Bells and Rainbows
Bells and Rainbows
You’ve probably heard of the “cocktail party phenomenon;” that ability to suddenly filter out a roomful of conversational noise and tune in to a particular word, such as your name. This week I had that same event, but I wasn’t at a cocktail party, and it wasn’t my name.
At the risk of sounding corny, I think it has to do with Christmas. And more.
In the type of yoga I practice (Kundalini), there is a teaching that if we do a particular exercise or meditation for 40 consecutive days, it unblocks us from negative thoughts or behaviors that hinder our personal/spiritual progress. With 90 consecutive days, we solidify that new habit and free ourselves from old ones. After 120 days, we permanently integrate the new habit and redefine ourselves. After 1,000 days, we automatically call upon and implement that new habit as needed without even thinking about it.
This “layer cake” notion of how positive habits impact us is, for me, motivating enough to compel me to have carried it out while coping with grim life challenges. I don’t have a problem keeping up my new habit (usually a meditation or breathing and mantra practice) because I figure I can do any reasonable thing for 40 days.
But I confess that on the 41st day, I tend to breathe a sigh of relief – “that’s done!” and move on to other ventures.
Recently, with current events in my personal life and the world, I found myself craving deeper, more lasting reinforcement in the form of a singing, moving meditation that is said to “remove negativity,” invoke peace and prosperity when feeling overwhelmed, and draw the Divine into the everyday.
With the holiday season peeking right around the corner, I didn’t set the 40-day resolution, lest I feel guilty if I couldn’t keep it up. I simply decided to do the practice as long as it’s enjoyable.
Starting on Day 1, and on every day since (now on Day 68), it has been so enjoyable that when waking up in the morning, I literally can’t wait to do it. And after so much steady practice, I pretty much figured I’ve “mastered” it. After all, my life feels gratefully blessed, despite the usual aggravations, disagreements, insanity, and hardships of the world.

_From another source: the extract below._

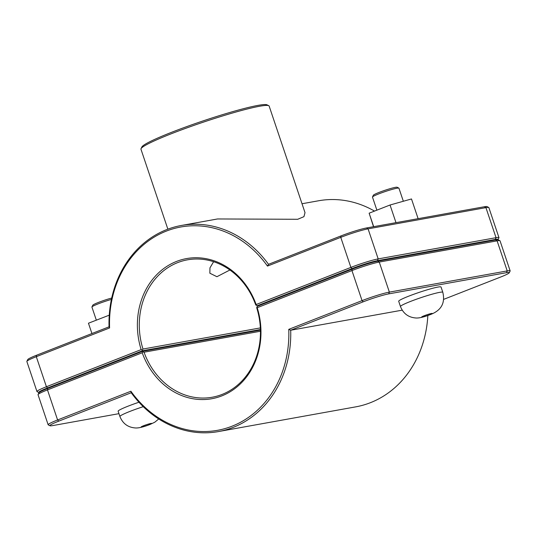 <?xml version="1.0" encoding="UTF-8"?>
<svg xmlns="http://www.w3.org/2000/svg" width="537" height="537" viewBox="0 0 537 537"><rect width="100%" height="100%" fill="white"/><g stroke="black" fill="none" stroke-linecap="round" stroke-linejoin="round"><path stroke-width="0.81" d="M267.466 266.077L268.52 264.318A104.702 90.404 -100.2 0 0 181.325 225.48A104.702 90.404 -100.2 0 0 109.045 326.825L36.55 355.239A19.547 1.665 161.4 0 0 27.749 359.568L26.877 361.32A20.943 1.779 -18.6 0 1 36.301 356.682L109.595 327.953A103.305 89.196 79.8 0 1 166.349 231.098A103.305 89.196 79.8 0 1 267.466 266.077L340.767 237.347A20.943 1.779 -18.6 0 1 368.073 228.843L485.925 207.631A20.943 1.779 -18.6 0 1 488.73 207.463A20.943 1.779 -18.6 0 1 488.851 207.577L498.967 237.636A20.943 1.779 161.4 0 0 496.04 237.69L378.189 258.901A20.943 1.779 161.4 0 0 350.883 267.406L256.142 304.539A71.199 61.473 -100.2 0 0 176.552 261.418A71.199 61.473 -100.2 0 0 141.15 349.607L46.417 386.741A20.943 1.779 161.4 0 0 36.966 391.547A20.943 1.779 161.4 0 0 37.087 391.668L38.845 392.534A19.547 1.665 -18.6 0 1 47.551 387.936L142.271 350.809L142.278 349.99L141.15 349.607M302.016 203.751L318.575 200.771A104.702 90.404 79.8 0 1 374.504 211.088M181.325 225.48L217.532 218.962L297.72 219.277L303.942 216.659L305.009 212.672M143.265 406.67A22.339 1.9 -18.6 0 0 119.919 416.517L118.14 411.241A22.339 1.9 -18.6 0 1 138.955 402.233M111.414 299.411A13.962 1.188 161.4 0 0 91.934 306.942A13.962 1.188 161.4 0 0 91.921 307.057L96.318 320.133M91.934 306.942L92.814 305.191A12.566 1.067 -18.6 0 1 99.6 301.975A12.566 1.067 -18.6 0 1 111.709 298.035M91.928 333.531L88.457 323.22L109.259 315.165M376.873 210.162L372.477 197.092A13.962 1.188 -18.6 0 1 372.49 196.978A13.962 1.188 -18.6 0 1 385.331 191.514A13.962 1.188 -18.6 0 1 398.857 188.104A13.962 1.188 -18.6 0 1 398.937 188.185L403.341 201.261M398.857 188.104L397.098 187.238A12.566 1.067 161.4 0 0 384.922 190.306A12.566 1.067 161.4 0 0 373.369 195.226L372.49 196.978M418.122 218.673L411.49 198.958L390.043 205.006L395.984 222.66M373.685 226.674L369.141 213.189L390.043 205.006M373.517 226.701L369.141 213.189M400.474 306.546L398.702 301.277A22.339 1.9 -18.6 0 1 413.819 294.249A22.339 1.9 -18.6 0 1 437.917 287.08A22.339 1.9 -18.6 0 1 441.038 287.026L442.817 292.296A22.339 1.9 161.4 0 0 439.689 292.35A22.339 1.9 161.4 0 0 415.591 299.525A22.339 1.9 161.4 0 0 400.474 306.546C403.341 313.709 408.583 317.528 416.202 318.011C419.437 318.139 424.217 316.978 430.533 314.521C443.119 309.681 444.891 301.076 442.817 292.296M142.896 351.829L142.453 351.332L47.726 388.459A19.547 1.665 161.4 0 0 38.932 392.789L38.053 394.547A20.943 1.779 -18.6 0 1 47.478 389.902L142.218 352.769L142.896 351.829L144.037 352.205L260.458 331.248M130.894 391.231L131.229 392.742A104.702 90.404 -100.2 0 0 218.425 431.573A104.702 90.404 -100.2 0 0 290.698 330.235L363.2 301.821A19.547 1.665 -18.6 0 1 388.687 293.887L506.532 272.668A19.547 1.665 -18.6 0 1 509.251 272.783L510.123 271.031A20.943 1.779 161.4 0 0 510.15 270.863A20.943 1.779 161.4 0 0 507.217 270.91L389.372 292.121A20.943 1.779 161.4 0 0 362.059 300.626L288.765 329.356A103.305 89.196 79.8 0 1 232.011 426.21A103.305 89.196 79.8 0 1 130.894 391.231L57.593 419.961A20.943 1.779 161.4 0 0 48.149 424.774L38.033 394.715A20.943 1.779 -18.6 0 1 38.053 394.547M142.218 352.769A71.199 61.473 -100.2 0 0 221.808 395.89A71.199 61.473 -100.2 0 0 257.203 307.701L351.943 270.567A20.943 1.779 -18.6 0 1 379.256 262.063L497.101 240.851A20.943 1.779 -18.6 0 1 499.913 240.683A20.943 1.779 -18.6 0 1 500.034 240.804L510.15 270.863M499.913 240.683L498.155 239.817A19.547 1.665 161.4 0 0 495.53 239.972L377.686 261.19A19.547 1.665 161.4 0 0 352.191 269.124L257.471 306.251L256.773 307.198L257.203 307.701M256.773 307.198L256.773 308.016A69.803 60.265 79.8 0 1 212.243 397.226A69.803 60.265 79.8 0 1 144.037 352.205M48.149 424.774A20.943 1.779 161.4 0 0 48.27 424.888L50.028 425.754A19.547 1.665 -18.6 0 1 58.734 421.156L131.229 392.742M260.438 330.094L142.453 351.332M288.765 329.356L290.698 330.235L402.193 310.164M427.841 315.514A104.702 90.404 79.8 0 1 355.675 406.871L218.425 431.573M509.251 272.783A19.547 1.665 -18.6 0 1 500.45 277.112L443.602 299.391M118.959 413.665L52.653 425.599A19.547 1.665 -18.6 0 1 50.028 425.754M260.351 327.912L142.976 349.043A69.803 60.265 79.8 0 1 187.507 259.827A69.803 60.265 79.8 0 1 255.706 304.855L257.29 305.721L352.017 268.594A19.547 1.665 -18.6 0 1 377.511 260.66L495.356 239.448A19.547 1.665 -18.6 0 1 498.067 239.556A19.547 1.665 -18.6 0 1 497.92 239.75M229.903 269.997L216.921 276.703L209.86 273.226L209.96 267.862L213.612 261.714M36.966 391.547L26.85 361.488A20.943 1.779 -18.6 0 1 26.877 361.32M142.278 349.99L142.976 349.043M256.142 304.539L256.156 305.352M498.067 239.556L498.947 237.804A20.943 1.779 161.4 0 0 498.967 237.636M142.271 350.809L260.418 329.537M109.595 327.953L109.045 326.825M488.73 207.463L486.972 206.597A19.547 1.665 161.4 0 0 484.347 206.752L366.502 227.963A19.547 1.665 161.4 0 0 341.015 235.904L268.52 264.318M260.109 305.217L257.29 305.721M167.866 229.165L140.963 149.219A67.628 5.746 -18.6 0 1 141.036 148.675A67.628 5.746 -18.6 0 1 189.366 127.007A67.628 5.746 -18.6 0 1 259.68 106.239A67.628 5.746 -18.6 0 1 268.755 105.695A67.628 5.746 -18.6 0 1 269.151 106.084L305.016 212.665M268.755 105.695L266.996 104.829A66.232 5.632 161.4 0 0 258.109 105.366A66.232 5.632 161.4 0 0 189.246 125.705A66.232 5.632 161.4 0 0 141.916 146.923L141.036 148.675M141.902 426.982A5.585 0.477 161.4 0 0 149.185 424.713A5.585 0.477 161.4 0 0 150.924 423.445A5.585 0.477 161.4 0 0 143.641 425.713A5.585 0.477 161.4 0 0 141.902 426.982M431.479 313.474A5.585 0.477 -18.6 0 1 429.741 314.742A5.585 0.477 -18.6 0 1 422.458 317.011A5.585 0.477 -18.6 0 1 424.196 315.743A5.585 0.477 -18.6 0 1 431.479 313.474M47.726 388.459L47.478 389.902L57.593 419.961L58.734 421.156M352.191 269.124L351.943 270.567L362.059 300.626L363.2 301.821M495.53 239.972L497.101 240.851L507.217 270.91L506.532 272.668M377.686 261.19L379.256 262.063L389.372 292.121L388.687 293.887M47.551 387.936L46.417 386.741L36.301 356.682L36.55 355.239M341.015 235.904L340.767 237.347L350.883 267.406L352.017 268.594M377.511 260.66L378.189 258.901L368.073 228.843L366.502 227.963M495.356 239.448L496.04 237.69L485.925 207.631L484.347 206.752M119.919 416.517C122.785 423.673 128.028 427.492 135.646 427.976C138.882 428.11 143.654 426.949 149.971 424.492L154.784 422.21L158.73 418.974"/></g></svg>

I know the words and meanings of the song inside and out; my hands automatically do the gestures; and I’ve memorized every note of the flute, the vocal tones, the guitar, the harmonium, and the bongos. And I can tell by each of those exactly when the 11-minute point has come, signaling the end. That song is a part of me.
Or so I thought.
Imagine my surprise when I sang today and heard something new. There were bells. Like the bells of a sleigh. Impossible! I’ve been listening and singing with this recording for more than two months, and there were never bells before.
But today, there they were, clear as . . . well . . . a bell! Jingling and joyful bells ringing all through the background. Dare I even say it? Like Santa’s sleigh. Aye aye aye!
Disbelieving, I finished the song, closed my phone’s music app, and started it up again. Yup. Still there. Bells.
They must have been there all along, right? There is no physical explanation for bells suddenly appearing in prerecorded music that anyone can hear anywhere, anytime.
The music could not have changed. Which means that it was me who changed. Or rather, my attention.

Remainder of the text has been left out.